La question qui se pose dès lors est celle de l’articulation entre la critique artiste démocratique, la critique artiste contre-culturelle et la critique sociale dans l’œuvre de Guérin. Une grande partie de ses œuvres porte sur la question de l’articulation entre la grammaire socialiste revendiquant la lutte des classes et la grammaire démocratique. C’est le cas par exemple d’« Anarchisme et Marxisme» (13). L’une des pratiques mise en avant comme possible conciliation est, là aussi, le conseil ouvrier. Alors que la critique sociale se centre sur la question de la lutte du prolétariat contre l’exploitation économique et que la contre-culture se centre sur l’exaltation de l’individualité, la critique démocratique se situe dans la lignée d’une revendication, reprise par la Révolution Française(14), d’un auto-gouvernement du peuple par lui-même. La critique démocratique transparaît, en particulier autour de 68, dans la revendication d’autogestion.
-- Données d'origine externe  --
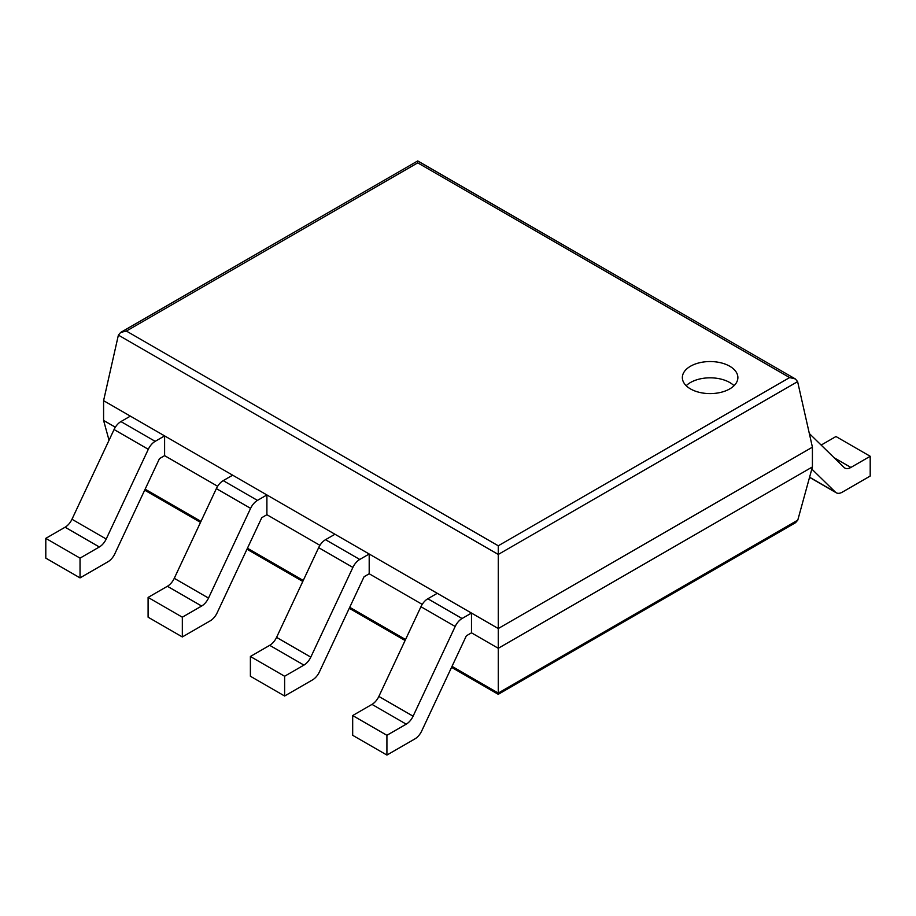 <?xml version="1.0" encoding="UTF-8"?>
<svg xmlns="http://www.w3.org/2000/svg" width="916" height="916" viewBox="0 0 916 916"><rect width="100%" height="100%" fill="white"/><g stroke="black" fill="none" stroke-linecap="round" stroke-linejoin="round"><path stroke-width="1.37" d="M797.618 381.629L812.412 447.168L812.412 466.931L797.779 520.139L795.523 522.704L498.27 694.317L498.27 545.787L126.374 331.065L120.672 332.428L118.382 335.119L498.27 554.443L797.618 381.629L795.328 378.938L789.626 377.575L498.27 545.787M812.412 447.168L498.27 628.536L103.588 400.67L103.588 420.433L109.038 440.252M812.412 466.931L498.27 648.299L471.488 632.83L466.358 635.796L421.704 730.991A12.103 6.984 120 0 1 414.834 738.949L386.918 755.07L386.918 735.308L406.223 724.155A12.103 6.984 120 0 0 413.093 716.197L455.183 626.475A12.103 6.984 -60 0 1 462.053 618.518L471.488 613.067L471.488 632.83M103.588 420.433L115.347 427.211M164.605 455.653L164.605 435.89L130.37 416.127L120.935 421.578A12.103 6.984 -60 0 0 114.065 429.535L71.975 519.258A12.103 6.984 120 0 1 65.105 527.215L45.8 538.356L45.8 558.13L80.036 577.893L107.951 561.771A12.103 6.984 120 0 0 114.821 553.814L159.476 458.618L164.605 455.653L217.642 486.27M266.899 514.712L266.899 494.949L232.664 475.186L223.229 480.637A12.103 6.984 -60 0 0 216.359 488.594L174.269 578.317A12.103 6.984 120 0 1 167.399 586.274L148.094 597.415L148.094 617.189L182.33 636.952L210.245 620.83A12.103 6.984 120 0 0 217.115 612.873L261.77 517.677L266.899 514.712L319.936 545.329M369.194 573.771L369.194 554.008L334.97 534.246L325.524 539.696A12.103 6.984 -60 0 0 318.654 547.654L276.563 637.376A12.103 6.984 120 0 1 269.693 645.333L250.389 656.486L250.389 676.248L284.624 696.011L312.539 679.89A12.103 6.984 120 0 0 319.409 671.932L364.064 576.736L369.194 573.771L422.23 604.388M103.588 400.67L118.382 335.119M795.328 378.938L417.73 160.93L417.73 162.853L789.626 377.575M690.481 388.911A27.766 16.03 0 0 0 720.743 392.38A27.766 16.03 0 0 0 737.884 377.575A27.766 16.03 0 0 0 710.118 361.545A27.766 16.03 0 0 0 682.351 377.575A27.766 16.03 0 0 0 690.481 388.911M734.037 385.716A27.766 16.03 0 0 0 686.187 385.716M821.16 445.073L835.965 436.52L870.2 456.283L850.895 467.435A12.103 6.984 -60 0 1 844.838 468.03A12.103 6.984 -60 0 1 844.025 467.412L809.32 433.508M870.2 456.283L870.2 476.045L842.285 492.167A12.103 6.984 -60 0 1 836.228 492.762A12.103 6.984 -60 0 1 835.415 492.144L811.816 469.084M471.488 613.067L437.264 593.305L427.818 598.755A12.103 6.984 -60 0 0 420.948 606.713L378.858 696.435A12.103 6.984 120 0 1 371.988 704.393L352.683 715.545L386.918 735.308M386.918 755.07L352.683 735.308L352.683 715.545M269.693 645.333L303.929 665.096L284.624 676.248L250.389 656.486M369.194 554.008L359.759 559.458A12.103 6.984 -60 0 0 352.889 567.416L310.799 657.138A12.103 6.984 120 0 1 303.929 665.096M284.624 696.011L284.624 676.248M167.399 586.274L201.635 606.037L182.33 617.189L148.094 597.415M266.899 494.949L257.465 500.399A12.103 6.984 -60 0 0 250.595 508.357L208.505 598.079A12.103 6.984 120 0 1 201.635 606.037M182.33 636.952L182.33 617.189M65.105 527.215L99.34 546.978L80.036 558.13L45.8 538.356M164.605 435.89L155.17 441.34A12.103 6.984 -60 0 0 148.3 449.298L106.21 539.02A12.103 6.984 120 0 1 99.34 546.978M80.036 577.893L80.036 558.13M797.779 520.139L498.27 693.057L452.023 666.356M145.14 489.178L200.97 521.41M247.434 548.237L303.265 580.469M349.729 607.297L405.559 639.528M417.73 162.853L126.374 331.065M834.155 457.771L850.895 467.435M809.584 477.225L835.415 492.144M371.988 704.393L406.223 724.155M378.858 696.435L413.093 716.197M420.948 606.713L455.183 626.475M427.818 598.755L462.053 618.518M276.563 637.376L310.799 657.138M318.654 547.654L352.889 567.416M325.524 539.696L359.759 559.458M174.269 578.317L208.505 598.079M216.359 488.594L250.595 508.357M223.229 480.637L257.465 500.399M71.975 519.258L106.21 539.02M114.065 429.535L148.3 449.298M120.935 421.578L155.17 441.34M144.682 490.163L200.501 522.395M246.976 549.222L302.795 581.454M349.271 608.281L405.09 640.513M451.565 667.34L498.27 694.317M417.73 160.93L120.672 332.428M809.538 477.35L836.228 492.762"/></g></svg>
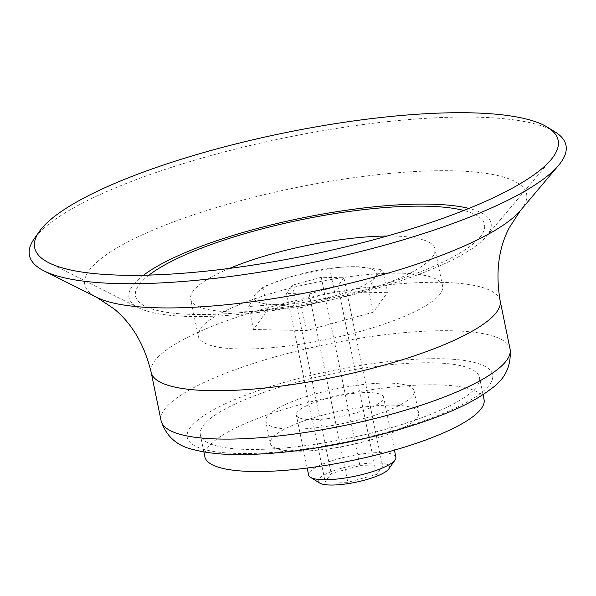 <?xml version="1.0" encoding="UTF-8"?>
<svg xmlns="http://www.w3.org/2000/svg" width="596" height="596" viewBox="0 0 596 596"><rect width="100%" height="100%" fill="white"/><g stroke="black" fill="none" stroke-linecap="round" stroke-linejoin="round"><path stroke-width="0.45" stroke-dasharray="2.98 2.23" d="M274.711 304.593L301.665 307.596L334.632 295.936A62.342 14.535 -11.6 0 0 375.122 276.991A62.342 14.535 -11.6 0 0 355.7 266.695A62.342 14.535 -11.6 0 0 339.839 267.306A62.342 14.535 -11.6 0 0 295.787 275.345L284.873 278.652L262.821 287.011L255.289 294.297L248.77 306.508L274.711 304.593A62.342 14.535 -11.6 0 0 334.632 295.936L368.611 289.194L375.122 276.991L382.654 269.705L355.7 266.695L341.232 267.194L329.759 268.61L295.787 275.345A62.342 14.535 -11.6 0 0 285.35 278.488A62.342 14.535 -11.6 0 0 255.289 294.297A62.342 14.535 -11.6 0 0 274.711 304.593M288.844 427.019A75.699 17.656 -11.6 0 0 270.308 443.387A75.699 17.656 -11.6 0 0 348.012 445.458A75.699 17.656 -11.6 0 0 418.623 412.946A75.699 17.656 -11.6 0 0 369.088 406.42A75.699 17.656 -11.6 0 0 288.844 427.019M484.056 399.514A142.496 33.227 -11.6 0 0 390.812 387.229A142.496 33.227 -11.6 0 0 239.763 426.006A142.496 33.227 -11.6 0 0 204.875 456.819M284.314 404.96A75.699 17.656 -11.6 0 0 265.779 421.335A75.699 17.656 -11.6 0 0 343.49 423.406A75.699 17.656 -11.6 0 0 414.093 390.887A75.699 17.656 -11.6 0 0 364.558 384.36A75.699 17.656 -11.6 0 0 284.314 404.96M235.234 403.946A142.496 33.227 -11.6 0 0 200.353 434.767A142.496 33.227 -11.6 0 0 346.619 438.663A142.496 33.227 -11.6 0 0 479.527 377.454A142.496 33.227 -11.6 0 0 386.282 365.169A142.496 33.227 -11.6 0 0 235.234 403.946M307.216 405.436A44.529 10.385 -11.6 0 0 296.316 415.062A44.529 10.385 -11.6 0 0 342.022 416.284A44.529 10.385 -11.6 0 0 383.556 397.16A44.529 10.385 -11.6 0 0 354.419 393.315A44.529 10.385 -11.6 0 0 307.216 405.436M309.19 293.999L337.88 286.11L343.899 277.758L321.229 277.289L292.539 285.171L286.52 293.53L309.19 293.999L347.848 482.335L325.178 481.866L331.197 473.515L359.887 465.625L382.558 466.094L376.538 474.446L347.848 482.335M228.819 309.197A124.683 29.077 -11.6 0 0 198.297 336.166A124.683 29.077 -11.6 0 0 326.28 339.578A124.683 29.077 -11.6 0 0 442.575 286.02A124.683 29.077 -11.6 0 0 360.982 275.27A124.683 29.077 -11.6 0 0 228.819 309.197M387.37 292.688L334.483 291.6L267.537 310.002L253.494 329.499L306.389 330.586L373.327 312.185L387.37 292.688L382.654 269.705M229.505 268.401A124.683 29.077 -11.6 0 0 221.198 272.074A124.683 29.077 -11.6 0 0 190.675 299.043A124.683 29.077 -11.6 0 0 263.551 310.643A124.683 29.077 -11.6 0 0 372.537 288.27A124.683 29.077 -11.6 0 0 434.953 248.897A124.683 29.077 -11.6 0 0 387.191 236.031M148.993 275.091A178.122 41.534 -11.6 0 0 239.644 312.721A178.122 41.534 -11.6 0 0 395.334 280.761A178.122 41.534 -11.6 0 0 463.83 210.463M143.509 275.225A184.805 43.091 -11.6 0 0 138.89 307.938A184.805 43.091 -11.6 0 0 318.681 302.545A184.805 43.091 -11.6 0 0 486.06 236.679A184.805 43.091 -11.6 0 0 468.918 208.421M555.07 131.917A273.862 63.861 -11.6 0 0 355.521 125.592A273.862 63.861 -11.6 0 0 96.485 196.218A273.862 63.861 -11.6 0 0 34.188 238.84M395.886 457.221A44.529 10.385 -11.6 0 0 366.749 453.377A44.529 10.385 -11.6 0 0 319.545 465.498A44.529 10.385 -11.6 0 0 308.646 475.131M388.83 468.881A36.334 8.471 -11.6 0 0 369.662 463.174A36.334 8.471 -11.6 0 0 327.167 473.425A36.334 8.471 -11.6 0 0 319.724 483.065M343.899 277.758L382.558 466.094M321.229 277.289L359.887 465.625M337.88 286.11L376.538 474.446M286.52 293.53L325.178 481.866M292.539 285.171L331.197 473.515M334.483 291.6L329.759 268.61M373.327 312.185L368.611 289.194M306.389 330.586L301.665 307.596M253.494 329.499L248.77 306.508M267.537 310.002L262.821 287.011M520.502 210.455A225.489 52.582 -11.6 0 0 408.193 171.961A225.489 52.582 -11.6 0 0 140.023 235.889A225.489 52.582 -11.6 0 0 96.895 297.411M500.133 300.704A178.122 41.534 -11.6 0 0 383.586 285.342A178.122 41.534 -11.6 0 0 194.773 333.812A178.122 41.534 -11.6 0 0 151.168 372.336M510.072 349.085A178.122 41.534 -11.6 0 0 393.516 333.723A178.122 41.534 -11.6 0 0 204.704 382.192A178.122 41.534 -11.6 0 0 161.099 420.716M225.422 403.745A155.854 36.341 -11.6 0 0 309.525 448.319A155.854 36.341 -11.6 0 0 484.868 366.272A155.854 36.341 -11.6 0 0 225.422 403.745M339.839 267.306L341.232 267.187M285.35 278.488L284.873 278.645M418.623 412.946L414.093 390.887M270.308 443.387L265.779 421.335M483.043 394.589L479.527 377.454M203.869 451.902L200.353 434.767M442.575 286.02L434.953 248.897M198.297 336.166L190.675 299.043M372.537 288.27L395.334 280.761M263.551 310.643L239.644 312.721M486.06 236.679L550.92 159.825M138.89 307.938L48.991 262.851M394.433 450.136L383.556 397.16M307.193 468.046L296.316 415.062"/><path stroke-width="0.89" d="M203.869 451.902L204.875 456.819A142.496 33.227 -11.6 0 0 351.148 460.715A142.496 33.227 -11.6 0 0 484.056 399.514L483.043 394.589M387.191 236.031A124.683 29.077 -11.6 0 0 229.505 268.401M463.83 210.463A178.122 41.534 -11.6 0 0 179.135 257.621A178.122 41.534 -11.6 0 0 148.993 275.091M468.918 208.421A184.805 43.091 -11.6 0 0 174.226 257.524A184.805 43.091 -11.6 0 0 143.509 275.225M100.083 189.96A267.187 62.304 -11.6 0 0 39.306 231.539A267.187 62.304 -11.6 0 0 48.991 262.851A267.187 62.304 -11.6 0 0 308.929 255.051A267.187 62.304 -11.6 0 0 550.92 159.825A267.187 62.304 -11.6 0 0 547.486 127.224A267.187 62.304 -11.6 0 0 352.802 121.055A267.187 62.304 -11.6 0 0 100.083 189.96M39.306 231.539L34.188 238.84A273.862 63.861 -11.6 0 0 44.111 270.942A273.862 63.861 -11.6 0 0 310.546 262.94A273.862 63.861 -11.6 0 0 558.594 165.33A273.862 63.861 -11.6 0 0 555.07 131.917L547.486 127.224M307.193 468.046L308.646 475.131A44.529 10.385 -11.6 0 0 310.419 477.307A44.529 10.385 -11.6 0 0 354.352 476.346A44.529 10.385 -11.6 0 0 395.118 459.918A44.529 10.385 -11.6 0 0 395.886 457.221L394.433 450.136M310.419 477.307L319.724 483.065A36.334 8.471 -11.6 0 0 355.574 482.283A36.334 8.471 -11.6 0 0 388.83 468.881L395.118 459.918M44.111 270.942L96.895 297.411A225.489 52.582 -11.6 0 0 316.275 290.826A225.489 52.582 -11.6 0 0 520.502 210.455L558.594 165.33M96.895 297.411L114.007 308.832C132.118 323.673 144.508 344.838 151.168 372.336A178.122 41.534 -11.6 0 0 334.006 377.208A178.122 41.534 -11.6 0 0 500.133 300.704C495.425 272.804 498.472 248.472 509.275 227.702L520.502 210.455M151.168 372.336L161.099 420.716A178.122 41.534 -11.6 0 0 343.937 425.589A178.122 41.534 -11.6 0 0 510.072 349.085L500.133 300.704M161.099 420.716C166.217 436.533 177.243 446.21 194.184 449.764C207.423 453.221 223.671 454.822 242.915 454.584C273.825 454.197 308.162 450.203 345.933 442.605C384.584 434.678 418.571 424.672 447.901 412.574C465.811 405.183 480.197 397.271 491.067 388.838C505.155 379.108 511.487 365.855 510.072 349.085"/></g></svg>

En ce qui concerne la question de la conciliation entre la grammaire socialiste et la grammaire individualiste contre-culturelle, elle est évoquée par exemple dans « Homosexualité et Révolution » (15). Guérin fait apparaître clairement qu’une des difficultés de la conciliation entre ces deux grammaires est liée au fait que c’est d’un côté une lutte minoritaire et de l’autre une lutte de masse. Mais la critique artiste des luttes homosexuelles implique, pour lui, une critique sociale : il ne s’agit pas seulement de «libéraliser les mœurs » car la libération des homosexuels implique aussi une révolution sociale.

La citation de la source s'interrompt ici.